Directions
Exact copy, pictures excluded: please retype every record below.

┌──

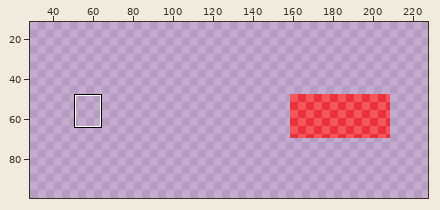
Edited in one commit: pixel-art file (Chef War/Assets/Sprites.aseprite). The picture above shows the old version from afar; the outline marks the close-up.
Close-up. Old version:
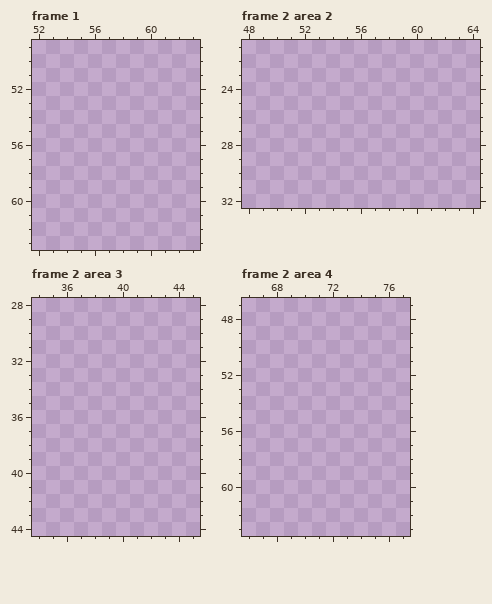
242x105 pixels, 4 frames. Colours within 5 levels of each other are drawn and written as one. Shown: frame 1: x 52..63, y 49..63; frame 2 area 2: x 48..64, y 21..32; frame 2 area 3: x 34..45, y 28..44; frame 2 area 4: x 66..77, y 47..63. The wide view leaves out empty margins. The commit also changed other frames or places, which this record leaves out.
After:
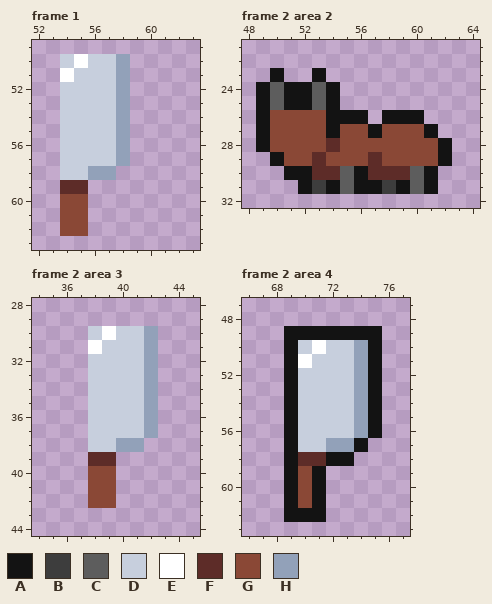
Palette (. is transparent): A #131313  B #3d3d3d  C #5d5d5d  D #c7cfdd  E #ffffff  F #5d2c28  G #8a4836  H #92a1b9
The exact change:
layer "Layer1" now shown
Changed rows in their new state; - is an unchanged pixel.
Frame 1, layer "Layer1":
first column x 54:
50 DEDDH
51 EDDDH
52 DDDDH
53 DDDDH
54 DDDDH
55 DDDDH
56 DDDDH
57 DDDDH
58 DDHH-
59 FF---
60 GG---
61 GG---
62 GG---
Frame 2 area 2, layer "Layer1":
first column x 49:
23 -A--A---------
24 ACAACA--------
25 ACAACA--------
26 AGGGGAAA-AAA--
27 AGGGGAGGAGGGA-
28 AGGGGFGGGGGGGA
29 -AGGFGGGFGGGGA
30 --AAFFCAFFFCA-
31 ---ABACAABACA-
Frame 2 area 3, layer "Layer1":
first column x 38:
30 DEDDH
31 EDDDH
32 DDDDH
33 DDDDH
34 DDDDH
35 DDDDH
36 DDDDH
37 DDDDH
38 DDHH-
39 FF---
40 GG---
41 GG---
42 GG---
Frame 2 area 4, layer "Layer1":
first column x 69:
49 AAAAAAA
50 ADEDDHA
51 AEDDDHA
52 ADDDDHA
53 ADDDDHA
54 ADDDDHA
55 ADDDDHA
56 ADDDDHA
57 ADDHHA-
58 AFFAA--
59 AGA----
60 AGA----
61 AGA----
62 AAA----
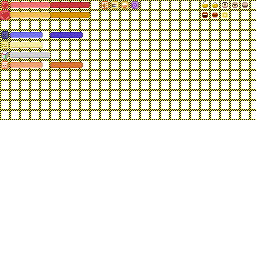
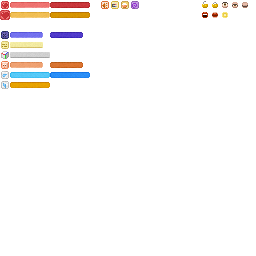
Two versions of the same layered image (256 × 256). Layer-by-layer changes:
added layer "马槽 - 高" above "马槽 - 中" over (x1=10, y1=82, x2=50, y2=88)
added layer "马槽 - 中" above "马槽 - 低" over (x1=50, y1=72, x2=90, y2=78)
added layer "马槽 - 低" above "马的跳高" over (x1=10, y1=72, x2=50, y2=78)
added layer "马的跳高" above "马的奔速" over (x1=1, y1=81, x2=9, y2=89)
added layer "马的奔速" above "状态效果" over (x1=1, y1=71, x2=9, y2=79)
hid "边框" over (x1=0, y1=0, x2=256, y2=120)
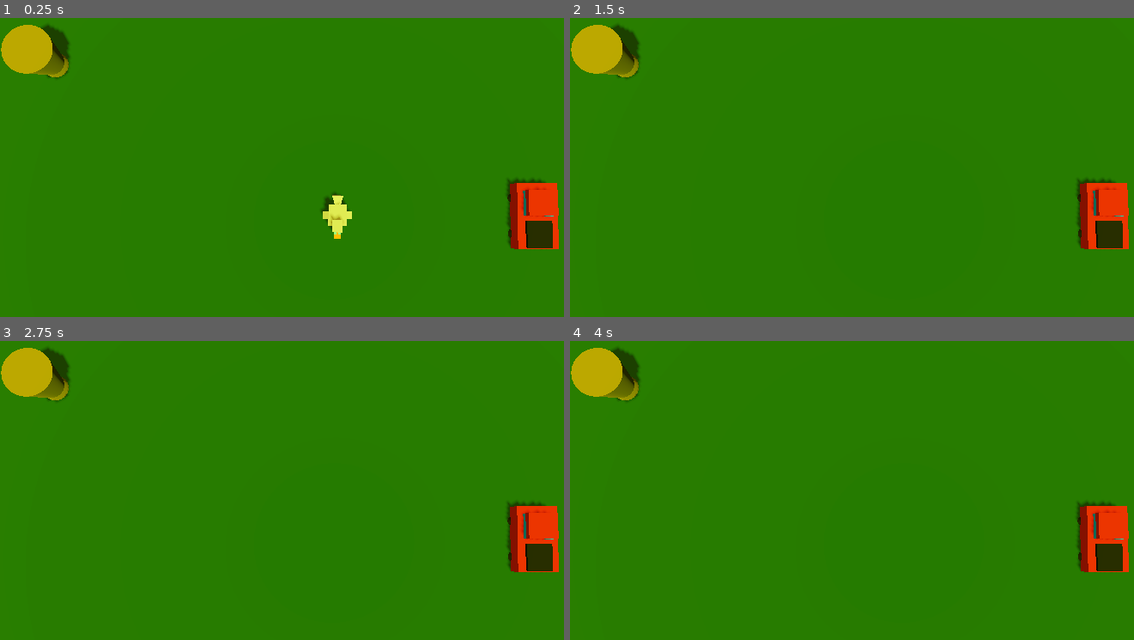
Above: before the commit, frames 1-4 (two rows, left to right).
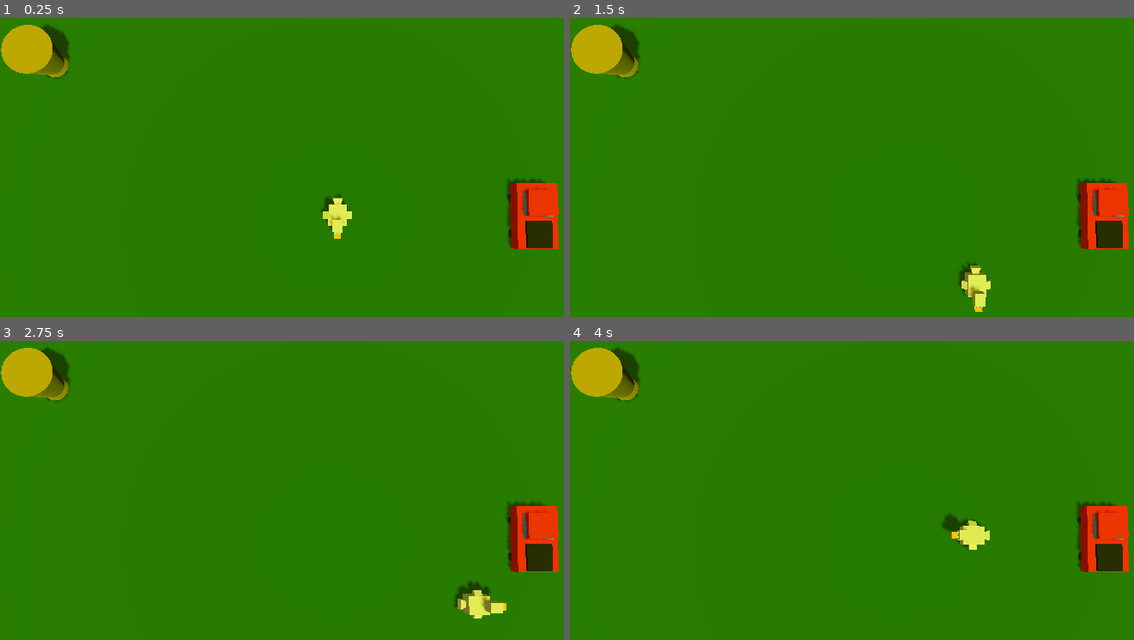
Above: after the commit, the same moments.

Repository: PushingPolygons/dangerxing-PCCDanny
Game: Godot game, scene res://Main/Main.tscn
Same seed, same stepped clock (60 frames per second), same inputs: the game is played once before the commit and once after it.
Inputs:
- Up to frame 1 (0.25 s): no input
- Up to frame 2 (1.5 s): tap Enter at 0.5 s; hold D (move_right) 0.53-1.28 s; hold S (move_down) from 1.28 s (still down)
- Up to frame 3 (2.75 s): tap Space at 2 s; release S (move_down) at 2.03 s; hold D (move_right) from 2.03 s (still down)
- Up to frame 4 (4 s): tap Enter at 2.75 s; release D (move_right) at 2.78 s; hold W (move_up) 2.78-3.53 s; tap Space at 3.5 s; hold A (move_left) from 3.53 s (still down)

The runs differ from the first frame. In frame 1, less than 0.1% of the frame differs, in the area x 58-61%, y 58-62%; in frame 2, 0.6%; in frame 3, 0.7%, in the area x 80-90%, y 80-93%; in frame 4, 0.6%.

Commit message:
Made some attempts at gravity
the chicken didnt flop, we kept the old code.

Diff:
--- a/Code/Player/Player.gd
+++ b/Code/Player/Player.gd
@@ -1,7 +1,11 @@
 extends Area3D
 class_name Player
 
-var speed: float = 10.0 # m/s.
+var speed: float = 160.0 # m/s.
+var move_increment: float = 5.0
+var current_speed: float = speed
+
+
 
 func _ready():
 	area_entered.connect(OnAreaEntered)
@@ -11,14 +15,18 @@
 	var direction = Vector2()
 
 	# Get input from W, A, S, D keys (move_up, move_down, move_left, move_right)
-	if Input.is_action_pressed("move_up"):
+	if Input.is_action_just_pressed("move_up"):
 		direction.y -= 1
-	if Input.is_action_pressed("move_down"):
+		update_speed()
+	if Input.is_action_just_pressed("move_down"):
 		direction.y += 1
-	if Input.is_action_pressed("move_left"):
+		update_speed()
+	if Input.is_action_just_pressed("move_left"):
 		direction.x -= 1
-	if Input.is_action_pressed("move_right"):
+		update_speed()
+	if Input.is_action_just_pressed("move_right"):
 		direction.x += 1
+		update_speed()
 
 	direction = direction.normalized() # Normalize the vector to get consistent speed in all directions
 
@@ -30,6 +38,11 @@
 		var angle = atan2(direction.x, direction.y)
 		rotation_degrees.y = rad_to_deg(angle) # Set the Y rotation (heading) in degrees
 
+
+func update_speed():
+	current_speed += move_increment
+
+
 func OnAreaEntered(other_area: Area3D):
 	if other_area is Vehicle:
 		kill()
--- a/Code/Player/Player.tscn
+++ b/Code/Player/Player.tscn
@@ -21,14 +21,6 @@
 [node name="Player" type="Area3D"]
 transform = Transform3D(-0.999999, 0, 0.00174537, 0, 1, 0, -0.00174537, 0, -0.999999, 0, 0, 0)
 
-[node name="Body" type="MeshInstance3D" parent="."]
-transform = Transform3D(0.70284, 0, 0, 0, 0.653164, 0, 0, 0, 0.829659, 0, -8.9407e-08, 0.136198)
-mesh = SubResource("BoxMesh_13evj")
-
-[node name="Tail" type="MeshInstance3D" parent="."]
-transform = Transform3D(0.431943, 0.00128856, -0.00041871, -0.000737636, -0.155915, -0.194525, -0.000909684, 0.73827, -0.0410808, -0.000698711, -8.9407e-08, -0.264123)
-mesh = SubResource("PrismMesh_x5e15")
-
 [node name="Wing1" type="MeshInstance3D" parent="."]
 transform = Transform3D(0.2678, -0.0874087, 7.79831e-05, 0.165577, 0.141373, -0.000274419, 8.21262e-05, 0.000152561, 0.298973, -0.386557, 0.138151, 0.136872)
 mesh = SubResource("BoxMesh_13evj")
@@ -36,6 +28,14 @@
 [node name="Wing2" type="MeshInstance3D" parent="."]
 transform = Transform3D(-0.296451, -0.0559884, 0.00101314, 0.106058, -0.156499, -0.000175775, 0.00106696, 9.77208e-05, 0.298971, 0.393634, 0.151968, 0.135511)
 mesh = SubResource("BoxMesh_13evj")
+
+[node name="Body" type="MeshInstance3D" parent="."]
+transform = Transform3D(0.70284, 0, 0, 0, 0.653164, 0, 0, 0, 0.829659, 0, -8.9407e-08, 0.136198)
+mesh = SubResource("BoxMesh_13evj")
+
+[node name="Tail" type="MeshInstance3D" parent="."]
+transform = Transform3D(0.409544, 0.000999804, -0.000444284, -0.000699384, -0.120976, -0.206406, -0.000862511, 0.57283, -0.0435899, -0.000698712, -8.9407e-08, -0.264123)
+mesh = SubResource("PrismMesh_x5e15")
 
 [node name="Head" type="MeshInstance3D" parent="."]
 transform = Transform3D(0.373809, 0, 0, 0, 0.432577, 0, 0, 0, 0.445192, 0, 0.527787, 0.545997)

└──

Reply
Edited in one commit: pixel-art file (Chef War/Assets/Sprites.aseprite). The picture above shows the old version from afar; the outline marks the close-up.
Close-up. Old version:
242x105 pixels, 4 frames. Colours within 5 levels of each other are drawn and written as one. Shown: frame 1: x 52..63, y 49..63; frame 2 area 2: x 48..64, y 21..32; frame 2 area 3: x 34..45, y 28..44; frame 2 area 4: x 66..77, y 47..63. The wide view leaves out empty margins. The commit also changed other frames or places, which this record leaves out.
After:
Palette (. is transparent): A #131313  B #3d3d3d  C #5d5d5d  D #c7cfdd  E #ffffff  F #5d2c28  G #8a4836  H #92a1b9
The exact change:
layer "Layer1" now shown
Changed rows in their new state; - is an unchanged pixel.
Frame 1, layer "Layer1":
first column x 54:
50 DEDDH
51 EDDDH
52 DDDDH
53 DDDDH
54 DDDDH
55 DDDDH
56 DDDDH
57 DDDDH
58 DDHH-
59 FF---
60 GG---
61 GG---
62 GG---
Frame 2 area 2, layer "Layer1":
first column x 49:
23 -A--A---------
24 ACAACA--------
25 ACAACA--------
26 AGGGGAAA-AAA--
27 AGGGGAGGAGGGA-
28 AGGGGFGGGGGGGA
29 -AGGFGGGFGGGGA
30 --AAFFCAFFFCA-
31 ---ABACAABACA-
Frame 2 area 3, layer "Layer1":
first column x 38:
30 DEDDH
31 EDDDH
32 DDDDH
33 DDDDH
34 DDDDH
35 DDDDH
36 DDDDH
37 DDDDH
38 DDHH-
39 FF---
40 GG---
41 GG---
42 GG---
Frame 2 area 4, layer "Layer1":
first column x 69:
49 AAAAAAA
50 ADEDDHA
51 AEDDDHA
52 ADDDDHA
53 ADDDDHA
54 ADDDDHA
55 ADDDDHA
56 ADDDDHA
57 ADDHHA-
58 AFFAA--
59 AGA----
60 AGA----
61 AGA----
62 AAA----
Two versions of the same layered image (256 × 256). Layer-by-layer changes:
added layer "马槽 - 高" above "马槽 - 中" over (x1=10, y1=82, x2=50, y2=88)
added layer "马槽 - 中" above "马槽 - 低" over (x1=50, y1=72, x2=90, y2=78)
added layer "马槽 - 低" above "马的跳高" over (x1=10, y1=72, x2=50, y2=78)
added layer "马的跳高" above "马的奔速" over (x1=1, y1=81, x2=9, y2=89)
added layer "马的奔速" above "状态效果" over (x1=1, y1=71, x2=9, y2=79)
hid "边框" over (x1=0, y1=0, x2=256, y2=120)
Above: before the commit, frames 1-4 (two rows, left to right).
Above: after the commit, the same moments.

Repository: PushingPolygons/dangerxing-PCCDanny
Game: Godot game, scene res://Main/Main.tscn
Same seed, same stepped clock (60 frames per second), same inputs: the game is played once before the commit and once after it.
Inputs:
- Up to frame 1 (0.25 s): no input
- Up to frame 2 (1.5 s): tap Enter at 0.5 s; hold D (move_right) 0.53-1.28 s; hold S (move_down) from 1.28 s (still down)
- Up to frame 3 (2.75 s): tap Space at 2 s; release S (move_down) at 2.03 s; hold D (move_right) from 2.03 s (still down)
- Up to frame 4 (4 s): tap Enter at 2.75 s; release D (move_right) at 2.78 s; hold W (move_up) 2.78-3.53 s; tap Space at 3.5 s; hold A (move_left) from 3.53 s (still down)

The runs differ from the first frame. In frame 1, less than 0.1% of the frame differs, in the area x 58-61%, y 58-62%; in frame 2, 0.6%; in frame 3, 0.7%, in the area x 80-90%, y 80-93%; in frame 4, 0.6%.

Commit message:
Made some attempts at gravity
the chicken didnt flop, we kept the old code.

Diff:
--- a/Code/Player/Player.gd
+++ b/Code/Player/Player.gd
@@ -1,7 +1,11 @@
 extends Area3D
 class_name Player
 
-var speed: float = 10.0 # m/s.
+var speed: float = 160.0 # m/s.
+var move_increment: float = 5.0
+var current_speed: float = speed
+
+
 
 func _ready():
 	area_entered.connect(OnAreaEntered)
@@ -11,14 +15,18 @@
 	var direction = Vector2()
 
 	# Get input from W, A, S, D keys (move_up, move_down, move_left, move_right)
-	if Input.is_action_pressed("move_up"):
+	if Input.is_action_just_pressed("move_up"):
 		direction.y -= 1
-	if Input.is_action_pressed("move_down"):
+		update_speed()
+	if Input.is_action_just_pressed("move_down"):
 		direction.y += 1
-	if Input.is_action_pressed("move_left"):
+		update_speed()
+	if Input.is_action_just_pressed("move_left"):
 		direction.x -= 1
-	if Input.is_action_pressed("move_right"):
+		update_speed()
+	if Input.is_action_just_pressed("move_right"):
 		direction.x += 1
+		update_speed()
 
 	direction = direction.normalized() # Normalize the vector to get consistent speed in all directions
 
@@ -30,6 +38,11 @@
 		var angle = atan2(direction.x, direction.y)
 		rotation_degrees.y = rad_to_deg(angle) # Set the Y rotation (heading) in degrees
 
+
+func update_speed():
+	current_speed += move_increment
+
+
 func OnAreaEntered(other_area: Area3D):
 	if other_area is Vehicle:
 		kill()
--- a/Code/Player/Player.tscn
+++ b/Code/Player/Player.tscn
@@ -21,14 +21,6 @@
 [node name="Player" type="Area3D"]
 transform = Transform3D(-0.999999, 0, 0.00174537, 0, 1, 0, -0.00174537, 0, -0.999999, 0, 0, 0)
 
-[node name="Body" type="MeshInstance3D" parent="."]
-transform = Transform3D(0.70284, 0, 0, 0, 0.653164, 0, 0, 0, 0.829659, 0, -8.9407e-08, 0.136198)
-mesh = SubResource("BoxMesh_13evj")
-
-[node name="Tail" type="MeshInstance3D" parent="."]
-transform = Transform3D(0.431943, 0.00128856, -0.00041871, -0.000737636, -0.155915, -0.194525, -0.000909684, 0.73827, -0.0410808, -0.000698711, -8.9407e-08, -0.264123)
-mesh = SubResource("PrismMesh_x5e15")
-
 [node name="Wing1" type="MeshInstance3D" parent="."]
 transform = Transform3D(0.2678, -0.0874087, 7.79831e-05, 0.165577, 0.141373, -0.000274419, 8.21262e-05, 0.000152561, 0.298973, -0.386557, 0.138151, 0.136872)
 mesh = SubResource("BoxMesh_13evj")
@@ -36,6 +28,14 @@
 [node name="Wing2" type="MeshInstance3D" parent="."]
 transform = Transform3D(-0.296451, -0.0559884, 0.00101314, 0.106058, -0.156499, -0.000175775, 0.00106696, 9.77208e-05, 0.298971, 0.393634, 0.151968, 0.135511)
 mesh = SubResource("BoxMesh_13evj")
+
+[node name="Body" type="MeshInstance3D" parent="."]
+transform = Transform3D(0.70284, 0, 0, 0, 0.653164, 0, 0, 0, 0.829659, 0, -8.9407e-08, 0.136198)
+mesh = SubResource("BoxMesh_13evj")
+
+[node name="Tail" type="MeshInstance3D" parent="."]
+transform = Transform3D(0.409544, 0.000999804, -0.000444284, -0.000699384, -0.120976, -0.206406, -0.000862511, 0.57283, -0.0435899, -0.000698712, -8.9407e-08, -0.264123)
+mesh = SubResource("PrismMesh_x5e15")
 
 [node name="Head" type="MeshInstance3D" parent="."]
 transform = Transform3D(0.373809, 0, 0, 0, 0.432577, 0, 0, 0, 0.445192, 0, 0.527787, 0.545997)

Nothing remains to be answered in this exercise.